What are we doing to prevent recurrence?

Upon detection, the two immediate technical failures were resolved. The onboarding operator has been corrected and the deployment system configuration has been hardened. In parallel, the recovery effort - which included a full staging test cycle before any production changes - identified and cleaned up all affected clusters within the week following the incident.

Immediate Technical Actions

Operator Scope Restriction: The onboarding operator logic has been corrected to require explicit namespace configuration before it can act on any clusters. It can no longer run unscoped against cluster-api based clusters by default. (DONE)
Deployment Configuration Safety: The deployment system has been reconfigured to fail deployments when required configuration files are absent, replacing the previous behavior that allowed deployments to proceed silently with an incomplete configuration. (DONE)
Cluster Cleanup: A recovery script was developed, validated in staging, and executed across all affected production clusters. All unintended installations and updates have been removed from all affected clusters. (DONE, completed May 15, 2026)

Structural Improvements:

Pipeline Configuration Gate: We are implementing a mandatory verification step in the CI/CD pipeline to confirm that all required configuration files have been successfully propagated to the target branch before any deployment is triggered. (ETA: Q3 2026)
Change Management Controls: We are enforcing additional mandatory peer review and change management approvals for all deployments that touch production systems independent of change size, closing the process gap that allowed this change to proceed without the required additional oversight. This is done in addition to the already established Change Approval Board review process. (ETA: Q3 2026)

Procedural Improvements

Affected customers were not properly kept informed about the cleanup efforts which compounded the uncertainty. Improvements to the incident communication process are currently being implemented into the wider incident management process ensuring that scalable options exist for tech teams to inform individually affected customers in a timely manner about the status of post-incident remediation efforts. (ETA: Q3 2026)

Closing remarks

We recognize that unintended modification of cluster configurations represents a failure in the controls that should prevent our internal operations from influencing customer environments.

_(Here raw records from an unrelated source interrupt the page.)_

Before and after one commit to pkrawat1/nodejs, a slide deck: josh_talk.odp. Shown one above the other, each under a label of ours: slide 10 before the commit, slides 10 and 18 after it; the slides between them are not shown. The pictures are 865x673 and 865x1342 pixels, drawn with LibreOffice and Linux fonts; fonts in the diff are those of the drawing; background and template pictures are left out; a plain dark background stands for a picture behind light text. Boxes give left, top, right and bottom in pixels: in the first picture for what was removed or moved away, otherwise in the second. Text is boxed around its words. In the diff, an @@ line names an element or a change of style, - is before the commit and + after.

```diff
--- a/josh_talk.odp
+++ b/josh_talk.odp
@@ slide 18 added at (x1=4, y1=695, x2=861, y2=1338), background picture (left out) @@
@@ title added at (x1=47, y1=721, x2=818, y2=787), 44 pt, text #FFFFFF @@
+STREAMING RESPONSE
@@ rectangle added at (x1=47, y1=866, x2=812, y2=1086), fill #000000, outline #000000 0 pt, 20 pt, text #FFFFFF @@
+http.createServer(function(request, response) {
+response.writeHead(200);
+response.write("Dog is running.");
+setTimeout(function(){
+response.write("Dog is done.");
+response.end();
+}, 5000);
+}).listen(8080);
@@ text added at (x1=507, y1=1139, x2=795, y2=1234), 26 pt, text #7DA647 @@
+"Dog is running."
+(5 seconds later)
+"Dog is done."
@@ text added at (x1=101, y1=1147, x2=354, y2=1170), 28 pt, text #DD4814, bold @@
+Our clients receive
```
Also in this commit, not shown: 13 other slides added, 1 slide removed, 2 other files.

The fixes now in place and planned will close the immediate technical and procedural shortcomings. The structural measures will further harden the Change Process reducing the likelihood and potential fallout of maintenance related incidents further.

Thank you for your patience during the incident and the remediation efforts.

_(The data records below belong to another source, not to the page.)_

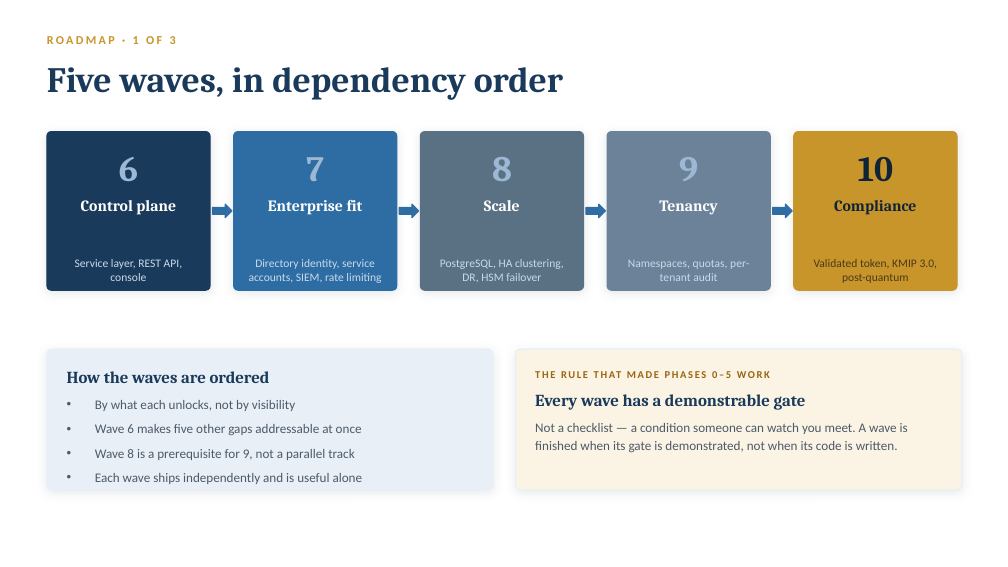
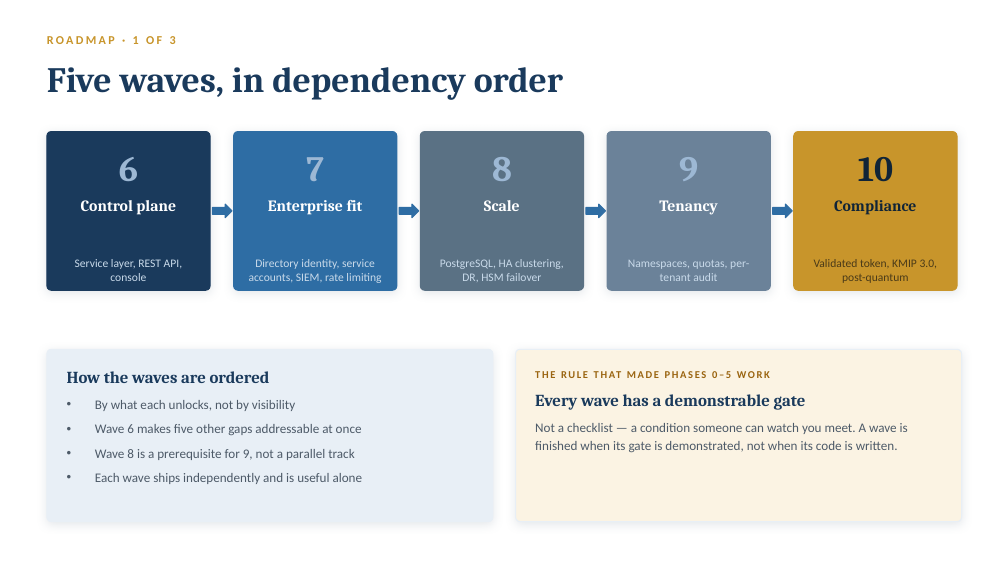
Before and after one commit to Gaillotte/Noida, a slide deck: slide 13 of KMIP_PKCS11_Overview_Deck.pptx. Drawn at 1008x567 pixels with LibreOffice and Linux fonts; fonts in the diff are those of the drawing. Boxes give left, top, right and bottom in pixels: in the first picture for what was removed or moved away, otherwise in the second. Text is boxed around its words. In the diff, an @@ line names an element or a change of style, - is before the commit and + after.

```diff
--- a/KMIP_PKCS11_Overview_Deck.pptx
+++ b/KMIP_PKCS11_Overview_Deck.pptx
@@ rounded rectangle: place and size @@
-rounded rectangle at (47,349,493,490)
+rounded rectangle at (47,349,493,522)
@@ rounded rectangle at (47,349,493,522): proportions changed @@
@@ rounded rectangle at (516,349,962,522): proportions changed @@
@@ rounded rectangle: place and size @@
-rounded rectangle at (516,349,962,490)
+rounded rectangle at (516,349,962,522)
```
Also in this commit, not shown: 3 other slides changed, 5 other files.

Posted Jun 15, 2026 - 09:32 UTC

Resolved

We are marking this incident as resolved. A RCA will be published here once it is compiled.

Posted May 11, 2026 - 08:30 UTC

Monitoring

The rollback was completed successfully. The team is currently checking the affected resources for potential residual inconsistencies. We are setting this incident into monitoring status.

Posted May 08, 2026 - 20:42 UTC

Update

We are currently rolling out the correction. We expect this to take several minutes and will update this page once the rollout is completed.

Posted May 08, 2026 - 18:42 UTC

Update

The team is now preparing to safely rollback identified changes on affected resources.

Posted May 08, 2026 - 17:13 UTC

Update

The team continues to audit affected resources to verify that all remaining inadvertent configuration changes are reverted.

Posted May 08, 2026 - 16:29 UTC

Identified

Our Kubernetes engineering team has identified the root cause of the issue. The incident stemmed from a defect in a configuration filtering mechanism. We are currently implementing mitigation steps and will provide further updates on our progress here.

Posted May 08, 2026 - 15:52 UTC

Investigating

Some customers may experience connection problems to the control plane and degraded functionality of kubernetes.
Our engineers are working on a fix.

Posted May 08, 2026 - 15:15 UTC

This incident affected: Location DE/TXL (Managed Kubernetes), Location DE/FRA (Managed Kubernetes), and Location DE/FRA/2 (Managed Kubernetes).